◆ **Excerpted records**:
*** Block opens ***

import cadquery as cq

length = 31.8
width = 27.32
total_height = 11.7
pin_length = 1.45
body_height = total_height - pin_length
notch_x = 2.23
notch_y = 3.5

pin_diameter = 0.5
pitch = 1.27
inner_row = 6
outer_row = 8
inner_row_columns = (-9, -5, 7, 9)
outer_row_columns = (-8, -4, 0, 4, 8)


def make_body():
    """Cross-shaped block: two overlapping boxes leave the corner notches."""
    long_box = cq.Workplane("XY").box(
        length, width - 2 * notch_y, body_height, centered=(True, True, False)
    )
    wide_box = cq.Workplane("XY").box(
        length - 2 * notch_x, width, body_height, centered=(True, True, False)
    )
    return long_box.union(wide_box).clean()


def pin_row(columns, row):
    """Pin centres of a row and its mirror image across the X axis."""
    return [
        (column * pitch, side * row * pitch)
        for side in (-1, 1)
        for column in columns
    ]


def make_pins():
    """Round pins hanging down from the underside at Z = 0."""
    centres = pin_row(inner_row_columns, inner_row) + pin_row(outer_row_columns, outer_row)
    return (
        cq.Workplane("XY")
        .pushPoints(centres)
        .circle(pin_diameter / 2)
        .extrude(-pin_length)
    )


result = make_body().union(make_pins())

*** Block closes ***
*** Block opens ***

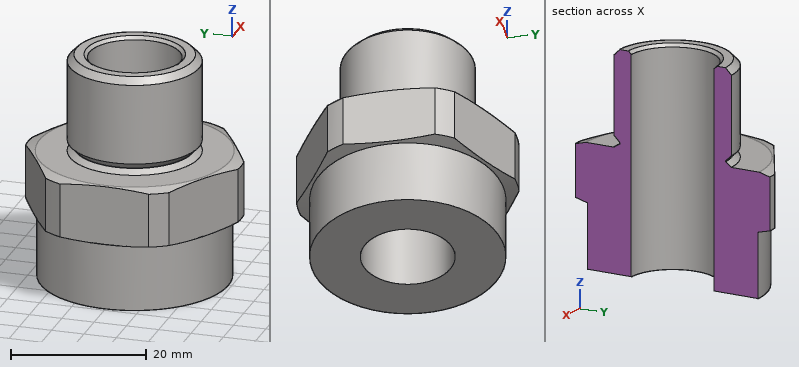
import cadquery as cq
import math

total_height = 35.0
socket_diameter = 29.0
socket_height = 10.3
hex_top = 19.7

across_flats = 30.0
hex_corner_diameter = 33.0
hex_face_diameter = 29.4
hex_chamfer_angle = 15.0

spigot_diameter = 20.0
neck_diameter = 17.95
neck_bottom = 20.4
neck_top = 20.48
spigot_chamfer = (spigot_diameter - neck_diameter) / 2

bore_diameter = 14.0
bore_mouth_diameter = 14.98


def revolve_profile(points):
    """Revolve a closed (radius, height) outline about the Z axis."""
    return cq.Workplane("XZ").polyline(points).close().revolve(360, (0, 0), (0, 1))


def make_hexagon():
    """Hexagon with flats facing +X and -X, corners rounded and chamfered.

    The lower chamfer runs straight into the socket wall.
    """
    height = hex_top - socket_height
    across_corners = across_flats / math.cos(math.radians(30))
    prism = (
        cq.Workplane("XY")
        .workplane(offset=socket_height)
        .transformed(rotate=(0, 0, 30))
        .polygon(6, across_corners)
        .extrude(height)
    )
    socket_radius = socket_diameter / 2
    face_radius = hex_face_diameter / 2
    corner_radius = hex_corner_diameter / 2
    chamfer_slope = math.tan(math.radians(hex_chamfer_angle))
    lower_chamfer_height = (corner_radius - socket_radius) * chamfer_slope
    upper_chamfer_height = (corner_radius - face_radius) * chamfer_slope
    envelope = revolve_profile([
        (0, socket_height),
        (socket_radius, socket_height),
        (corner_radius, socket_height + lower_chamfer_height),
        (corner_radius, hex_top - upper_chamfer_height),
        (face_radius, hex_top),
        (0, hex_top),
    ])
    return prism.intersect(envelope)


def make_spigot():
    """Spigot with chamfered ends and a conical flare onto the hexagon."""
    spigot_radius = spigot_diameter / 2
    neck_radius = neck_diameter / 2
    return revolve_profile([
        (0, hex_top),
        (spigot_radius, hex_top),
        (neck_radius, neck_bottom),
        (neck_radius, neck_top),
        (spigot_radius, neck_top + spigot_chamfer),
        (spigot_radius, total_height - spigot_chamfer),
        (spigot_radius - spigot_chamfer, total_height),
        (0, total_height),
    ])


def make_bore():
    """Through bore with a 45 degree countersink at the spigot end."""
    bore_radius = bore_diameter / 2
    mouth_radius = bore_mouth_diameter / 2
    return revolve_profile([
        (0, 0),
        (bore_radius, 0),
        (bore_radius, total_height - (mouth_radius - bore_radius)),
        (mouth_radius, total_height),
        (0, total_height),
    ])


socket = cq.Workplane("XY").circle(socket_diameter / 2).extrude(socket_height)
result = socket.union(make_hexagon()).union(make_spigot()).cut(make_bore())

*** Block closes ***
*** Block opens ***

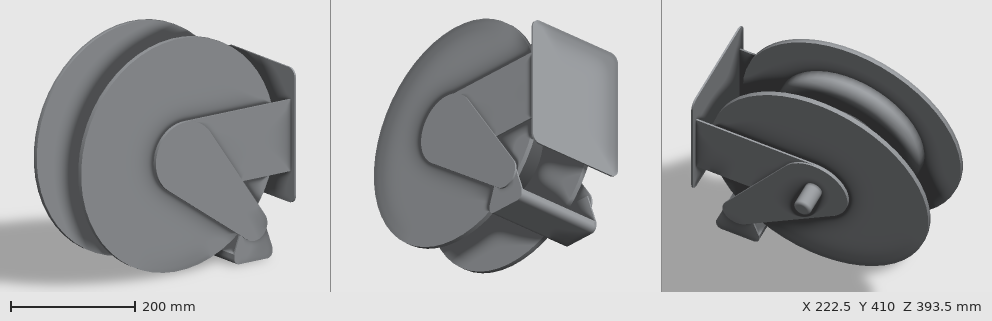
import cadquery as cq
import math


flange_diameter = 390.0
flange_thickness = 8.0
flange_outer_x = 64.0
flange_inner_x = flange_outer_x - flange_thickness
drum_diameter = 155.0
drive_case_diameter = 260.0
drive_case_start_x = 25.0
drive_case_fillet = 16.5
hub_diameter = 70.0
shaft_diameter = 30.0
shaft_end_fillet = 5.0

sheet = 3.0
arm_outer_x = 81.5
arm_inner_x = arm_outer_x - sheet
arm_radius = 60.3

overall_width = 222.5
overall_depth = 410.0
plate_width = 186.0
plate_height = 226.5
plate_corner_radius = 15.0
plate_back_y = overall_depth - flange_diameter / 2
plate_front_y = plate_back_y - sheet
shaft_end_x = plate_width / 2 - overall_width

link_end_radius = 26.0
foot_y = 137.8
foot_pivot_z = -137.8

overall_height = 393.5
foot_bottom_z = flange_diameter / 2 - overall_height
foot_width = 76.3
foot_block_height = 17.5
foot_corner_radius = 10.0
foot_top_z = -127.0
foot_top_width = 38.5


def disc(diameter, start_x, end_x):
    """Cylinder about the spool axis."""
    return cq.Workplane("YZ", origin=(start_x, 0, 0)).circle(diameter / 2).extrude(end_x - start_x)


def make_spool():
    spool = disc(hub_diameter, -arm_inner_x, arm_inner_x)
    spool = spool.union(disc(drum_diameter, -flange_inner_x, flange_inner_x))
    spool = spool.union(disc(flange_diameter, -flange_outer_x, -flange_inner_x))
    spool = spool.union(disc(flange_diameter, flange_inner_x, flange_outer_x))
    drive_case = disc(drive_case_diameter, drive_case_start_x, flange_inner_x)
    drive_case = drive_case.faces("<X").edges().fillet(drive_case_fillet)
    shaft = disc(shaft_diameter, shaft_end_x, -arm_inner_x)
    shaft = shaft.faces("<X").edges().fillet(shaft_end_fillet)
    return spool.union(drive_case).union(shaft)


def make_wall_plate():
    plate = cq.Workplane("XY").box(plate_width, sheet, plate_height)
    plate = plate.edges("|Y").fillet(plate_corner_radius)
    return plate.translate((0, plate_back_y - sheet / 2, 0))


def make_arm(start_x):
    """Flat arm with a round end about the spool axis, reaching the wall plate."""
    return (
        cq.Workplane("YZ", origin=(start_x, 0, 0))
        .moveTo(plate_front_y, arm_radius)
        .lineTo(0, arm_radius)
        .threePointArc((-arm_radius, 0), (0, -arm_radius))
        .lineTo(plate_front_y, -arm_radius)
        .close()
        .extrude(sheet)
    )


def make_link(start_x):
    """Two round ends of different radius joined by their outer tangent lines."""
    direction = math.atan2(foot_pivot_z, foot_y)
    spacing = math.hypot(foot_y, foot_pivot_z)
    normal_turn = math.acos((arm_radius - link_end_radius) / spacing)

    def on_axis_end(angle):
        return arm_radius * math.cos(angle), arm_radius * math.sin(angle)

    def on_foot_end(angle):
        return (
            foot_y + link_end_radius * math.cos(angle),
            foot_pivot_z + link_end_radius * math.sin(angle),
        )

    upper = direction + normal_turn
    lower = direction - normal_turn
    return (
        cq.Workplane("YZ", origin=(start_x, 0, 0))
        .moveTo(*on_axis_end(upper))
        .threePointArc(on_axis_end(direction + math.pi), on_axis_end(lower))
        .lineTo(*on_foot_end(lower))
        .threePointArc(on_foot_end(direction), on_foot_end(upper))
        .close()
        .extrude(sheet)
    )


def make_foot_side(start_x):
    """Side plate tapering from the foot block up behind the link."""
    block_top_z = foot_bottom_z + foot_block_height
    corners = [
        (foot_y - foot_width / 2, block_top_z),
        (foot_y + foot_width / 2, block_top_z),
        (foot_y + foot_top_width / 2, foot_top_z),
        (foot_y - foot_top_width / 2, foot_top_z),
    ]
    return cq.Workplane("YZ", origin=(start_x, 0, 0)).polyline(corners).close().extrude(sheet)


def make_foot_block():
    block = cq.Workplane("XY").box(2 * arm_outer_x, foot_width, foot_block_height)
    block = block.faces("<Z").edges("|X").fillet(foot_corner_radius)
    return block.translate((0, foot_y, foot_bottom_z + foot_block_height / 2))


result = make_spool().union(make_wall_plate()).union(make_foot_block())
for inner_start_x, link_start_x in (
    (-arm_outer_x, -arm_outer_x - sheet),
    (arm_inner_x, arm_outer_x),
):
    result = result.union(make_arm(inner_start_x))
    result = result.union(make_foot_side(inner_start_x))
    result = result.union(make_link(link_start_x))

*** Block closes ***

◆ **Instructions to follow**: In the material above, please find every line that includes the word "from" and copy it.

◆ **Finished task**:
    """Round pins hanging down from the underside at Z = 0."""
    """Side plate tapering from the foot block up behind the link."""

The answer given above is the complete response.